The Ego

Egos are not popular.  Right?  In present culture, two possible fates await the ego.  In the rational behavioural and neuroscience arena the ego is denied as a reality.  The ego does not exist because, so they say, we are our neural pathways.  In the spiritual traditions where the ego is recognised it is horribly vilified.   At best the ego is to be transcended; at worst cast into our shadow.  

I view this as treachery, resulting in the terrible symptoms of criticalness, prejudice and blaming, the casting out of our demons onto others.  The root cause is our own splitting and non-acceptance of the core of our being.  And that is what the ego is.  It is the core part of ourselves that carries our true spiritual essence.  We split if off in shame, can’t tolerate it, like a naughty child.   

I hold that the human ego is to be celebrated as the part of us that makes us truly human.  How so?    The ego is the newest part of our organism that carries self-consciousness (Steiner). It is still evolving.  It is fragile and vulnerable.  It is a child.  And yes, our egos are sometimes naughty, greedy, selfish, willful.  Sure, we know the ego that clings to possessions, boasts outrageously or protests “what about me!”  That’s what children do.  And how do we know this exactly you might ask?  If that’s what we are, how can we recognise it and name it from this detached position?  We know it because the ego is that and more than that.  It penetrates our sentient bodily nature and sinks down into our psyche and emotional needs.  Yet, as the core of our evolving self-consciousness the ego reaches into the substance of the divine, the ocean of pure spirit of which we are each a pure, shining drop.    

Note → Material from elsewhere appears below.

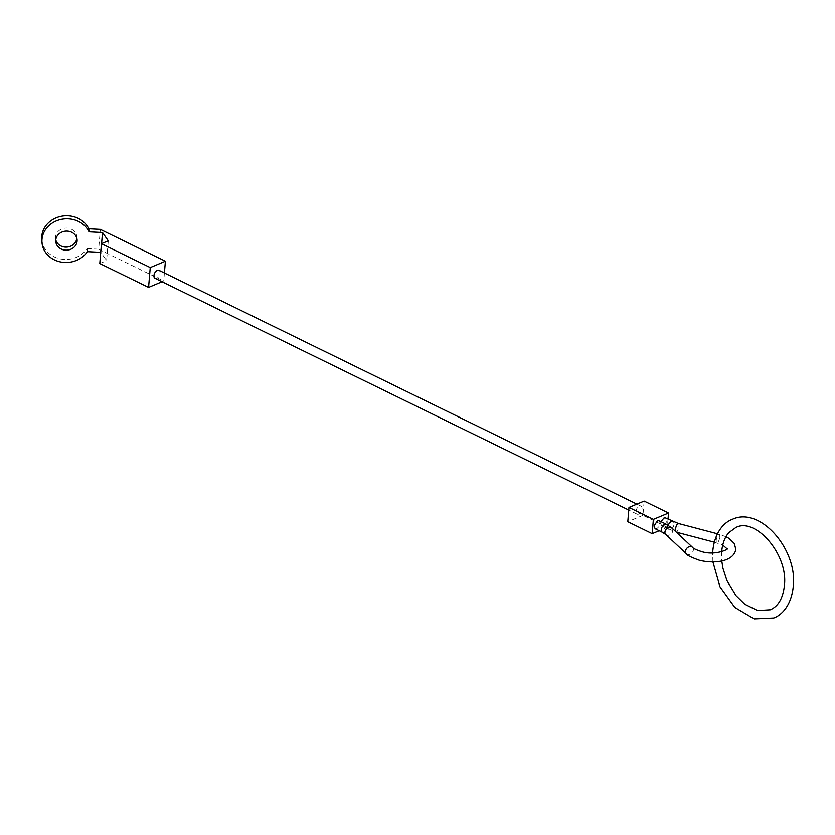 <?xml version="1.0" encoding="UTF-8"?>
<svg xmlns="http://www.w3.org/2000/svg" width="835" height="835" viewBox="0 0 835 835"><rect width="100%" height="100%" fill="white"/><g stroke="black" fill="none" stroke-linecap="round" stroke-linejoin="round"><path stroke-width="0.63" stroke-dasharray="4.17 3.13" d="M655.12 528.722L656.748 528.691C660.099 525.966 660.871 523.315 659.045 520.716M660.965 521.656L660.621 523.242L661.685 525.977L663.314 525.935C666.664 523.211 667.426 520.549 665.599 517.961M642.031 508.87A4.457 2.599 116.1 0 0 640.967 506.135A4.457 2.599 116.1 0 0 637.867 507.242A4.457 2.599 116.1 0 0 635.967 511.406A4.457 2.599 116.1 0 0 637.042 514.141A4.457 2.599 116.1 0 0 640.142 513.034A4.457 2.599 116.1 0 0 642.031 508.87M158.953 270.3A4.457 2.599 -63.9 0 1 160.017 273.024A4.457 2.599 -63.9 0 1 158.128 277.199A4.457 2.599 -63.9 0 1 155.028 278.305M668.031 519.14L667.342 527.303L659.191 530.726M667.342 527.303L642.95 515.362L644.15 501.094M642.95 515.362L627.795 521.729M87.362 251.659L87.132 248.621A24.518 21.825 -4.4 0 1 60.402 258.913A24.518 21.825 -4.4 0 1 41.75 239.499M76.841 238.299A10.698 9.529 175.6 0 0 76.862 238.142A10.698 9.529 175.6 0 0 76.862 236.775A10.698 9.529 175.6 0 0 66.226 228.07A10.698 9.529 175.6 0 0 55.538 237.056A10.698 9.529 175.6 0 0 55.528 238.424A10.698 9.529 175.6 0 0 55.788 239.937M100.732 252.337L101.588 243.643M87.132 248.621L98.687 249.206L100.346 229.374M108.279 240.835L106.609 260.666L100.858 252.337M98.687 249.206L163.733 281.03L162.053 281.739M99.793 263.526L106.609 260.666M164.411 272.972L163.733 281.03M686.391 553.803A4.457 3.455 133.1 0 0 689.105 554.523A4.457 3.455 133.1 0 0 693.384 549.889A4.457 3.455 133.1 0 0 692.486 547.301M719.78 536.832A4.457 1.451 104.8 0 0 719.144 534.254A4.457 1.451 104.8 0 0 718.34 534.598A4.457 1.451 104.8 0 0 716.242 540.297A4.457 1.451 104.8 0 0 716.868 542.875A4.457 1.451 104.8 0 0 717.672 542.531A4.457 1.451 104.8 0 0 719.78 536.832M665.85 534.557A4.457 3.455 133.1 0 0 668.564 535.277A4.457 3.455 133.1 0 0 672.843 530.642A4.457 3.455 133.1 0 0 671.945 528.054M662.416 532.312A4.457 2.609 116.2 0 0 664.044 532.271A4.457 2.609 116.2 0 0 667.416 527.042A4.457 2.609 116.2 0 0 666.351 524.307M675.578 531.457A4.457 1.451 104.8 0 0 676.099 532.114A4.457 1.451 104.8 0 0 676.903 531.77A4.457 1.451 104.8 0 0 679.001 526.081A4.457 1.451 104.8 0 0 678.375 523.493M668.261 525.34A4.457 2.588 116 0 0 667.958 526.812A4.457 2.588 116 0 0 669.023 529.547A4.457 2.588 116 0 0 670.641 529.505A4.457 2.588 116 0 0 674.002 524.265A4.457 2.588 116 0 0 672.927 521.531M725.959 536.707L717.401 533.795M661.685 525.977L676.36 532.187M714.259 542.186L722.734 545.046M640.967 506.135L636.886 504.142M637.042 514.141L628.776 510.091M712.902 561.861L712.672 552.947M721.68 551.768L721.774 560.932M55.528 238.424L55.768 241.461M76.862 236.775L77.102 239.812"/><path stroke-width="1.25" d="M666.351 524.307L659.045 520.716L657.416 520.758L654.055 525.998L655.12 528.722L662.416 532.312A4.457 2.609 116.2 0 1 661.341 529.578A4.457 2.609 116.2 0 1 664.712 524.338A4.457 2.609 116.2 0 1 666.351 524.307L671.945 528.054A4.457 3.455 133.1 0 0 669.232 527.344A4.457 3.455 133.1 0 0 664.952 531.978A4.457 3.455 133.1 0 0 665.85 534.557L662.416 532.312M675.578 531.457A4.457 1.451 104.8 0 1 675.463 529.536A4.457 1.451 104.8 0 1 677.571 523.848A4.457 1.451 104.8 0 1 678.375 523.493L665.599 517.961L663.982 518.003L660.965 521.656M628.776 510.091L155.028 278.305A4.457 2.599 -63.9 0 1 153.964 275.571A4.457 2.599 -63.9 0 1 155.853 271.406A4.457 2.599 -63.9 0 1 158.953 270.3L636.886 504.142M628.995 507.45L644.15 501.094L668.543 513.024L653.387 519.391L628.995 507.45L627.795 521.729L652.187 533.659L653.387 519.391M659.191 530.726L652.187 533.659M668.543 513.024L668.031 519.14M41.99 242.536L41.75 239.499A24.518 21.825 -4.4 0 1 41.76 236.357A24.518 21.825 -4.4 0 1 62.27 216.108A24.518 21.825 -4.4 0 1 88.792 228.79L89.032 231.827A24.518 21.825 175.6 0 0 62.5 219.146A24.518 21.825 175.6 0 0 42.001 239.394A24.518 21.825 175.6 0 0 41.99 242.536A24.518 21.825 175.6 0 0 60.631 261.95A24.518 21.825 175.6 0 0 87.362 251.659L100.732 252.337M55.788 239.937A10.698 9.529 175.6 0 0 66.936 247.097A10.698 9.529 175.6 0 0 76.841 238.299M77.091 241.179A10.698 9.529 -4.4 0 1 66.403 250.166A10.698 9.529 -4.4 0 1 55.768 241.461A10.698 9.529 -4.4 0 1 55.768 240.094A10.698 9.529 -4.4 0 1 66.466 231.107A10.698 9.529 -4.4 0 1 77.102 239.812A10.698 9.529 -4.4 0 1 77.091 241.179M88.792 228.79L100.346 229.374L165.403 261.209L150.248 267.565L101.463 243.695L108.279 240.835L102.517 232.516L89.032 231.827M102.517 232.516L101.588 243.643M162.053 281.739L148.578 287.397L99.793 263.526L101.463 243.695M165.403 261.209L164.411 272.972M150.248 267.565L148.578 287.397M722.734 545.046L726.92 548.71C730.969 547.718 716.743 556.35 701.431 551.559C695.952 549.722 692.966 548.303 692.486 547.301A4.457 3.455 133.1 0 0 689.773 546.591A4.457 3.455 133.1 0 0 685.493 551.225A4.457 3.455 133.1 0 0 686.391 553.803C686.558 555.024 690.816 557.143 699.156 560.181C713.299 563.875 733.422 562.112 735.812 549.451L734.362 543.595L729.164 538.481L725.959 536.707M672.927 521.531A4.457 2.588 116 0 0 671.309 521.572A4.457 2.588 116 0 0 668.261 525.34M676.36 532.187L714.259 542.186M665.85 534.557L686.391 553.803M671.945 528.054L692.486 547.301M678.375 523.493L717.401 533.795M712.672 552.947L712.808 550.808C714.781 531.634 724.613 522.084 732.326 519.36C760.278 506.041 797.749 549.774 793.25 586.556C791.277 605.73 781.445 615.28 773.732 618.015L754.162 618.892L734.81 607.431L719.968 586.775L712.902 561.861M721.68 551.768L721.691 551.549C722.473 543.46 724.853 537.155 728.84 532.636L735.771 527.574C755.247 516.834 788.543 554.471 784.368 585.815C782.896 598.392 778.21 606.387 770.288 609.79L757.585 610.573L744.799 604.227L735.979 595.585L726.92 580.544L722.933 568.27L721.774 560.932"/></g></svg>

Through personal development and evolution, we can nurture the young ego, bring it up well, help it to detach from it’s parents, the body and the psyche and soar higher into divine love.  By denigrating our egos we are turning our back on our greatest responsibility.  We deny ourselves the purpose of life:  to evolve love and compassion.  If we nurture and parent our young egos with compassion and love we grow the capacity for gradually setting our egos free.  Thereby we expand our love and compassion ever more outward to increasingly embrace our fellow travellers, animal and human, and our trusty voyager our planet earth.